I always felt comfortable in the fitness setting and I really found an opportunity there to make everyone else feel comfortable in that setting. That started it. That was 30 to 35 years ago. I became a director 32 years ago in Tucson.

Then I was with the YMCA of San Francisco for a number of years. My first exec role was in Phoenix, Arizona. Glendale branch. I stayed a number of years in places. I believe you bloom where you’re planted.

As I went through my career, when I was younger, I would say, “Wow, they really took a chance on me.” Now I realize the leaders I worked for saw something in me.

I’m greatly appreciative, and I’ve tried to pay it forward since. That’s my Y story. 35 years in.

SW: What has kept that love going?

Keeping the Flame

MC: Part of it is the opportunity to be entrepreneurial.
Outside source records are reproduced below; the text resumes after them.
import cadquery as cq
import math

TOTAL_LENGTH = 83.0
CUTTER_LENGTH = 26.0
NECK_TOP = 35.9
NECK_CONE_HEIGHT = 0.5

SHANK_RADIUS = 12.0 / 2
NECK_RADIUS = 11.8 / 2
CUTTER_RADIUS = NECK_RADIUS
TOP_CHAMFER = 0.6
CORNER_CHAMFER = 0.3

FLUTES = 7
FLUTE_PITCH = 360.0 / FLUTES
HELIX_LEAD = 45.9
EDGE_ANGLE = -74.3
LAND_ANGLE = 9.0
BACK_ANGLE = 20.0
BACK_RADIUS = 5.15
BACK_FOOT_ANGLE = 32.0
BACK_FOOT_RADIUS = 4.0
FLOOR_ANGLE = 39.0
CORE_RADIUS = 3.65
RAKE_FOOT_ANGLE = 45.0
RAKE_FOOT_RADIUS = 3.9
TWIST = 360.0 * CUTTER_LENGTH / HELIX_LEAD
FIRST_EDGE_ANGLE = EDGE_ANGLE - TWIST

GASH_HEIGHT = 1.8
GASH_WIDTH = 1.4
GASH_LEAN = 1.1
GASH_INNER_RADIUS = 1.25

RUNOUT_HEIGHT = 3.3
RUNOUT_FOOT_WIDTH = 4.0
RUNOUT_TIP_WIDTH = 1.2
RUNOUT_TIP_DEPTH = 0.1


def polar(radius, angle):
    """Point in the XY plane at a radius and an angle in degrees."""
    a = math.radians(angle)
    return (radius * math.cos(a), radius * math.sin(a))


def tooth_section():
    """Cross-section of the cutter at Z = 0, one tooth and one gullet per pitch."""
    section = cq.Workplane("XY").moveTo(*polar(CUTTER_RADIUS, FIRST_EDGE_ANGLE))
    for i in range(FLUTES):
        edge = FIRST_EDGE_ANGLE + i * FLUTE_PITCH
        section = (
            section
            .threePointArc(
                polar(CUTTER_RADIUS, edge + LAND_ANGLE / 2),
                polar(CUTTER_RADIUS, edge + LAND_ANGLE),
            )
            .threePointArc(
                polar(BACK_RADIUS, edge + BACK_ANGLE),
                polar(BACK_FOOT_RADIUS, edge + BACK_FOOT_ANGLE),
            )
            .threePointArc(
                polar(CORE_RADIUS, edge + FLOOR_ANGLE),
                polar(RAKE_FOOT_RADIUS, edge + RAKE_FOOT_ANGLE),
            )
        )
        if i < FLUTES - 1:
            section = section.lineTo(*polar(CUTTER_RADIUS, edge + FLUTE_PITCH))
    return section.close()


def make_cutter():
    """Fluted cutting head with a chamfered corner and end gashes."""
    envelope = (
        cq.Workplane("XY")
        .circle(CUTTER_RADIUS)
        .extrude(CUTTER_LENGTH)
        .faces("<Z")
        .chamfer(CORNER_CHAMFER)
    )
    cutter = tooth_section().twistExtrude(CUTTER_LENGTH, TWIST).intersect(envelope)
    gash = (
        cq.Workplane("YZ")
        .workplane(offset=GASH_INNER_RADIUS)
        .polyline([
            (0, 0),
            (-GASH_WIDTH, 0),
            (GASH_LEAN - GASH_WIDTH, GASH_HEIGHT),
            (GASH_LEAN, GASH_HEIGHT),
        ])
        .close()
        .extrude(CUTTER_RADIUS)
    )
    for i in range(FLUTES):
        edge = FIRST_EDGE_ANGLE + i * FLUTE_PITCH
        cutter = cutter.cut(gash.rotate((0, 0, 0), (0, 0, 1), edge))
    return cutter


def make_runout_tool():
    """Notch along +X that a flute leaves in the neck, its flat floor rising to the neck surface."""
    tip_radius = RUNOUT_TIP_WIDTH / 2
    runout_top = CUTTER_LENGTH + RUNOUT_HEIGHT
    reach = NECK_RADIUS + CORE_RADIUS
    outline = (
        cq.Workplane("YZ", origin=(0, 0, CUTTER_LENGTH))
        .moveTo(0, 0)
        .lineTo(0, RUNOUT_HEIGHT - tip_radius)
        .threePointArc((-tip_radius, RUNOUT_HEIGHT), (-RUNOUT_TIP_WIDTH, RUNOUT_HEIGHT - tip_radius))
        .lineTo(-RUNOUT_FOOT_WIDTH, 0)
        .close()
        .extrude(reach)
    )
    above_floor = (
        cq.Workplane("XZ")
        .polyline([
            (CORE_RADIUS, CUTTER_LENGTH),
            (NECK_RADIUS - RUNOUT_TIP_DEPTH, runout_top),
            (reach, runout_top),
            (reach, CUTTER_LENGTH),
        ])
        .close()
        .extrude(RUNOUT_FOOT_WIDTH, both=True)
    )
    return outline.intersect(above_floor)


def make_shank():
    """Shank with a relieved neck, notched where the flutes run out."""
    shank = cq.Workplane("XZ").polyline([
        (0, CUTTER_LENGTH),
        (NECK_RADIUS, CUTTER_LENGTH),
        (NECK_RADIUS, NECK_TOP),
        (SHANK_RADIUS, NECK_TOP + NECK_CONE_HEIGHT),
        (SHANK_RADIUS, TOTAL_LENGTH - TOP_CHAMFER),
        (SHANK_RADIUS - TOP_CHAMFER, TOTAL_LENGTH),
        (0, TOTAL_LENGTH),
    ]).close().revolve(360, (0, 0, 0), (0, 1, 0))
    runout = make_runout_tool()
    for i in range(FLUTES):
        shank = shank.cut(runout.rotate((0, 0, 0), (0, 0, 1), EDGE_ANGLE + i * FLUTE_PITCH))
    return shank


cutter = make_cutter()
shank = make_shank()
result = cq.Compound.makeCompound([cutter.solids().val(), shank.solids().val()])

I’ve had great bosses that fed that desire and kept that fire lit.

If somebody said to you 15 years ago you’d be doing a podcast working for Daxko, you would have said “No way,” but now look where we are.

Change and Adaptation in the Y

MC: Our mission hasn’t changed at all. Our CEO said, “Our mission hasn’t changed one bit, but the expression of our mission changed.”

We learned our vulnerability—we were very facility-centric. When buildings closed, we had to pivot fast.

We pivoted to food delivery, digital learning hubs, virtual fitness, and community support. We also realized we had to get better digitally. Paper processes had to go.

We redesigned spaces, spaced equipment, expanded functional fitness, and learned a lot through COVID-19.

Functional Fitness at the YMCA of the East Bay

MC: Functional fitness is natural movement—squat, deadlift, push, pull. We do them every day.

CrossFit helped me see this as a scalable methodology. The results were transformative—strength, mobility, community.

We shifted from “value is what you get” to “value is the results you achieve.” That clarity changed everything.

We removed redundant machines, opened space, added functional equipment, and membership growth was phenomenal.

Staying Healthy

MC: I try to move, sleep, eat well, stay curious, read constantly, and model behavior for my kids rather than preach it.

Final Words

MC: Don’t buy a strategy. Build your strategy first, then find vendors to support it.

New goals don’t deliver new results—better behaviors do. Stay nimble.